(Record set begins)

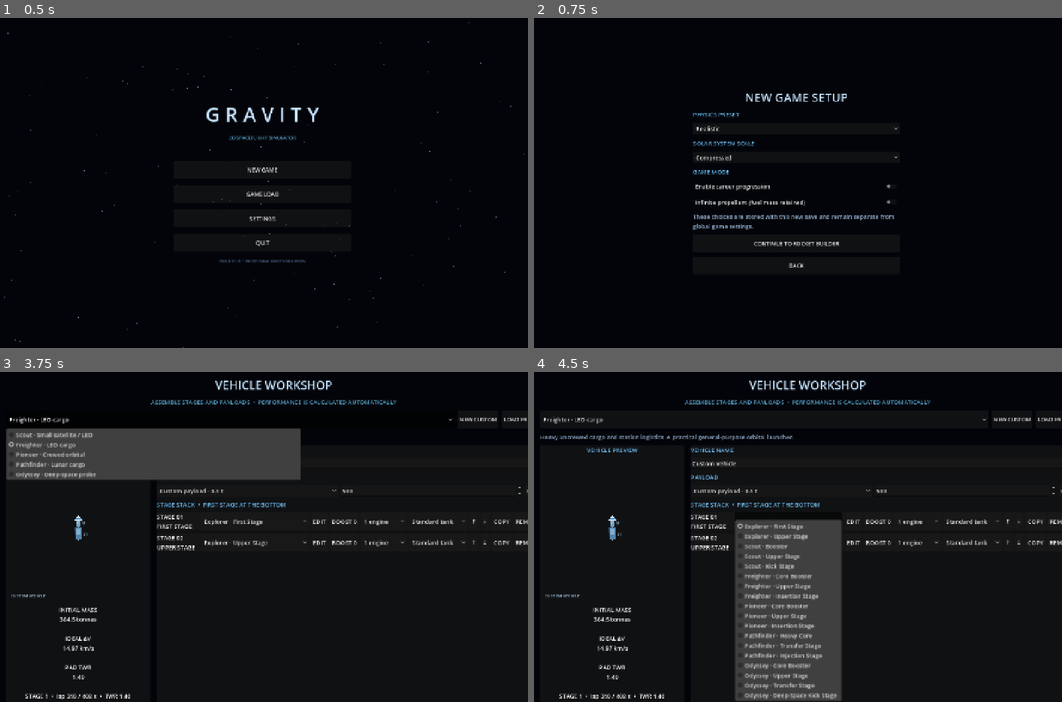
Above: before the commit, frames 1-4 (two rows, left to right).
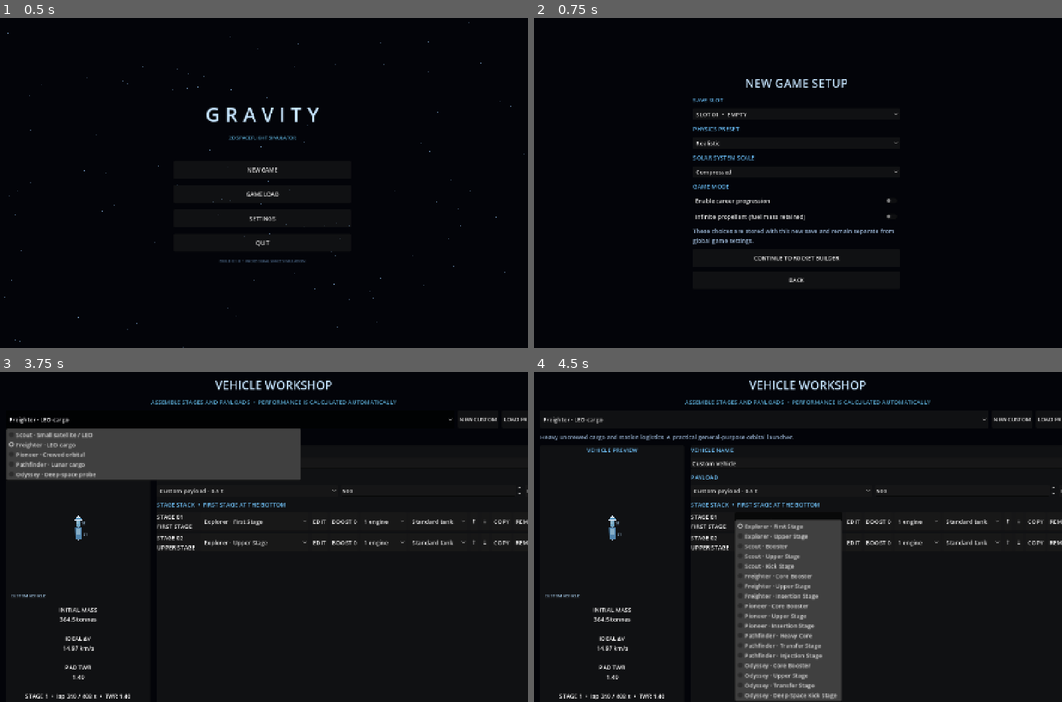
Above: after the commit, the same moments.

Repository: Blagos1195/Gravity-simulator
Game: Godot game, scene res://scenes/main.tscn
Two runs of this game, one before a commit and one after it. Both use one fixed random seed, a clock stepped at 60 frames per second and the inputs below.
Inputs:
- Up to frame 1 (0.5 s): no input
- Up to frame 2 (0.75 s): click "NEW GAME" at 0.5 s
- Up to frame 3 (3.75 s): click "CONTINUE TO ROCKET BUILDER" at 1.25 s; click "NEW CUSTOM" at 2 s; click "NEW CUSTOM" at 2.75 s; click "Freighter · LEO cargo" at 3.5 s
- Up to frame 4 (4.5 s): click "Explorer · First Stage" at 4.25 s

Frame 1 is identical in both runs. In frame 2, 2.9% of the frame differs, in the area x 30-70%, y 18-81%; in frame 3, less than 0.1%; in frame 4, less than 0.1%.

Commit message:
Protect new games and improve save backups

Diff:
--- a/Gravity/scripts/main.gd
+++ b/Gravity/scripts/main.gd
@@ -24,6 +24,7 @@
 var infinite_weightless_fuel := false
 var simulate_belt_collisions := false
 var save_slot := 1
+var new_game_slot := 1
 var sim
 var fleet_sims: Array = []
 var active_vehicle_index := 0
@@ -1264,7 +1265,28 @@
 	orbited_body_names.clear()
 	rocket_design = RocketDesign.create_default()
 	infinite_weightless_fuel = false
+	new_game_slot = 1
+	for slot in range(1, 9):
+		if not _save_exists(slot):
+			new_game_slot = slot
+			break
 	_show_new_game_setup()
+
+func _confirm_new_game_slot() -> void:
+	if _save_exists(new_game_slot):
+		var confirmation := ConfirmationDialog.new()
+		confirmation.title = "OVERWRITE SAVE?"
+		confirmation.dialog_text = "SLOT %02d already contains a game. Starting here will replace that save. Its previous state will be kept in save history." % new_game_slot
+		confirmation.ok_button_text = "OVERWRITE SLOT %02d" % new_game_slot
+		confirmation.confirmed.connect(func():
+			save_slot = new_game_slot
+			_show_vehicle_editor()
+		)
+		add_child(confirmation)
+		confirmation.popup_centered()
+		return
+	save_slot = new_game_slot
+	_show_vehicle_editor()
 
 func _show_new_game_setup() -> void:
 	for child in get_children():
@@ -1287,6 +1309,14 @@
 	heading.add_theme_font_size_override("font_size", 32)
 	heading.add_theme_color_override("font_color", Color(0.78, 0.9, 1.0))
 	root.add_child(heading)
+	_add_setting_label(root, "SAVE SLOT")
+	var slot_picker := OptionButton.new()
+	for slot in range(1, 9):
+		var slot_status := "EMPTY" if not _save_exists(slot) else "EXISTING SAVE  •  OVERWRITE"
+		slot_picker.add_item("SLOT %02d  •  %s" % [slot, slot_status])
+	slot_picker.select(new_game_slot - 1)
+	slot_picker.item_selected.connect(func(index: int): new_game_slot = index + 1)
+	root.add_child(slot_picker)
 	_add_setting_label(root, "PHYSICS PRESET")
 	var physics := OptionButton.new()
 	for option in ["Arcade", "Standard", "Realistic", "Hardcore"]:
@@ -1317,7 +1347,7 @@
 	note.autowrap_mode = TextServer.AUTOWRAP_WORD_SMART
 	note.add_theme_color_override("font_color", Color(0.58, 0.68, 0.8))
 	root.add_child(note)
-	_add_button(root, "CONTINUE TO ROCKET BUILDER", _show_vehicle_editor)
+	_add_button(root, "CONTINUE TO ROCKET BUILDER", _confirm_new_game_slot)
 	_add_button(root, "BACK", _build_menu)
 
 func _save_exists(slot: int) -> bool:
@@ -2867,7 +2897,7 @@
 	if not DirAccess.dir_exists_absolute(ProjectSettings.globalize_path(directory)):
 		return paths
 	for filename in DirAccess.get_files_at(directory):
-		if filename.begins_with("auto_") and filename.ends_with(".json"):
+		if (filename.begins_with("auto_") or filename.begins_with("manual_")) and filename.ends_with(".json"):
 			paths.append(directory.path_join(filename))
 	paths.sort_custom(func(a: String, b: String) -> bool:
 		return FileAccess.get_modified_time(a) > FileAccess.get_modified_time(b)
@@ -2879,10 +2909,42 @@
 	for i in range(keep_count, paths.size()):
 		DirAccess.remove_absolute(ProjectSettings.globalize_path(paths[i]))
 
+func _write_save_file(path: String, data: Dictionary) -> bool:
+	var absolute_path := ProjectSettings.globalize_path(path)
+	var temporary_path := absolute_path + ".tmp"
+	var file := FileAccess.open(temporary_path, FileAccess.WRITE)
+	if file == null:
+		return false
+	file.store_string(JSON.stringify(data, "\t"))
+	file.flush()
+	file.close()
+	if FileAccess.get_open_error() != OK:
+		DirAccess.remove_absolute(temporary_path)
+		return false
+	if FileAccess.file_exists(path):
+		var previous_path := absolute_path + ".previous"
+		if FileAccess.file_exists(previous_path):
+			DirAccess.remove_absolute(previous_path)
+		var backup_error := DirAccess.rename_absolute(absolute_path, previous_path)
+		if backup_error != OK:
+			DirAccess.remove_absolute(temporary_path)
+			return false
+		var replace_error := DirAccess.rename_absolute(temporary_path, absolute_path)
+		if replace_error != OK:
+			DirAccess.rename_absolute(previous_path, absolute_path)
+			DirAccess.remove_absolute(temporary_path)
+			return false
+		DirAccess.remove_absolute(previous_path)
+	else:
+		var install_error := DirAccess.rename_absolute(temporary_path, absolute_path)
+		if install_error != OK:
+			DirAccess.remove_absolute(temporary_path)
+			return false
+	return true
+
 func _save_game(automatic: bool) -> void:
-	if not sim:
-		return
-
+	if not sim or fleet_sims.is_empty():
+		return
 	var data: Dictionary = sim.get_save_data()
 	var saved_vehicles: Array[Dictionary] = []
 	for vehicle in fleet_sims:
@@ -2897,6 +2959,9 @@
 	data["world_scale"] = world_scale
 	data["career_enabled"] = career_enabled
 	data["slot"] = save_slot
+	data["save_version"] = 2
+	data["saved_at_unix"] = int(Time.get_unix_time_from_system())
+	data["save_name"] = str(sim.vehicle_name)
 	data["discovery_state"] = discovery_state.duplicate(true)
 	data["funds"] = funds
 	data["total_revenue_earned"] = total_revenue_earned
@@ -2904,31 +2969,35 @@
 	data["mission_state"] = mission_state.duplicate(true)
 	data["orbited_body_names"] = orbited_body_names.duplicate(true)
 
-	if automatic:
-		var history_directory := "%s/history/slot_%02d" % [SAVE_DIR, save_slot]
-		DirAccess.make_dir_recursive_absolute(ProjectSettings.globalize_path(history_directory))
-		var history_name := "auto_%d_%d.json" % [int(Time.get_unix_time_from_system()), Time.get_ticks_usec()]
+	var history_directory := "%s/history/slot_%02d" % [SAVE_DIR, save_slot]
+	DirAccess.make_dir_recursive_absolute(ProjectSettings.globalize_path(history_directory))
+	var path := "%s/slot_%02d.json" % [SAVE_DIR, save_slot]
+	if FileAccess.file_exists(path):
+		var history_prefix := "auto" if automatic else "manual"
+		var history_name := "%s_%d_%d.json" % [history_prefix, int(Time.get_unix_time_from_system()), Time.get_ticks_usec()]
 		var history_path := history_directory.path_join(history_name)
+		var current_file := FileAccess.open(path, FileAccess.READ)
+		if current_file == null:
+			if status_label:
+				status_label.text = "EXISTING SAVE COULD NOT BE BACKED UP"
+			return
+		var current_data := current_file.get_as_text()
+		current_file.close()
 		var history_file := FileAccess.open(history_path, FileAccess.WRITE)
-		if history_file:
-			history_file.store_string(JSON.stringify(data, "\t"))
-			history_file.close()
-			_prune_autosave_history(save_slot)
-		else:
+		if history_file == null:
 			if status_label:
-				status_label.text = "AUTOSAVE HISTORY COULD NOT BE WRITTEN"
-
-	DirAccess.make_dir_recursive_absolute(ProjectSettings.globalize_path(SAVE_DIR))
-	var path := "%s/slot_%02d.json" % [SAVE_DIR, save_slot]
-	var file := FileAccess.open(path, FileAccess.WRITE)
-	if file:
-		file.store_string(JSON.stringify(data, "\t"))
-		file.close()
+				status_label.text = "SAVE HISTORY COULD NOT BE WRITTEN"
+			return
+		history_file.store_string(current_data)
+		history_file.flush()
+		history_file.close()
+		_prune_autosave_history(save_slot)
+	if not _write_save_file(path, data):
 		if status_label:
-			status_label.text = ("AUTOSAVED" if automatic else "SAVED") + "  •  SLOT %02d" % save_slot
-	else:
-		if status_label:
-			status_label.text = "SAVE COULD NOT BE WRITTEN"
+			status_label.text = "SAVE COULD NOT BE WRITTEN  •  ORIGINAL PRESERVED"
+		return
+	if status_label:
+		status_label.text = ("AUTOSAVED" if automatic else "SAVED") + "  •  SLOT %02d" % save_slot
 
 func _load_menu_path(slot: int, path: String) -> void:
 	save_slot = slot

(Record set ends)

## Problem details
The answer must consist of every line from the data that holds the string "func".

## Reply to the exercise
+func _confirm_new_game_slot() -> void:
+		confirmation.confirmed.connect(func():
 func _show_new_game_setup() -> void:
+	slot_picker.item_selected.connect(func(index: int): new_game_slot = index + 1)
 func _save_exists(slot: int) -> bool:
 	paths.sort_custom(func(a: String, b: String) -> bool:
+func _write_save_file(path: String, data: Dictionary) -> bool:
 func _save_game(automatic: bool) -> void:
 func _load_menu_path(slot: int, path: String) -> void:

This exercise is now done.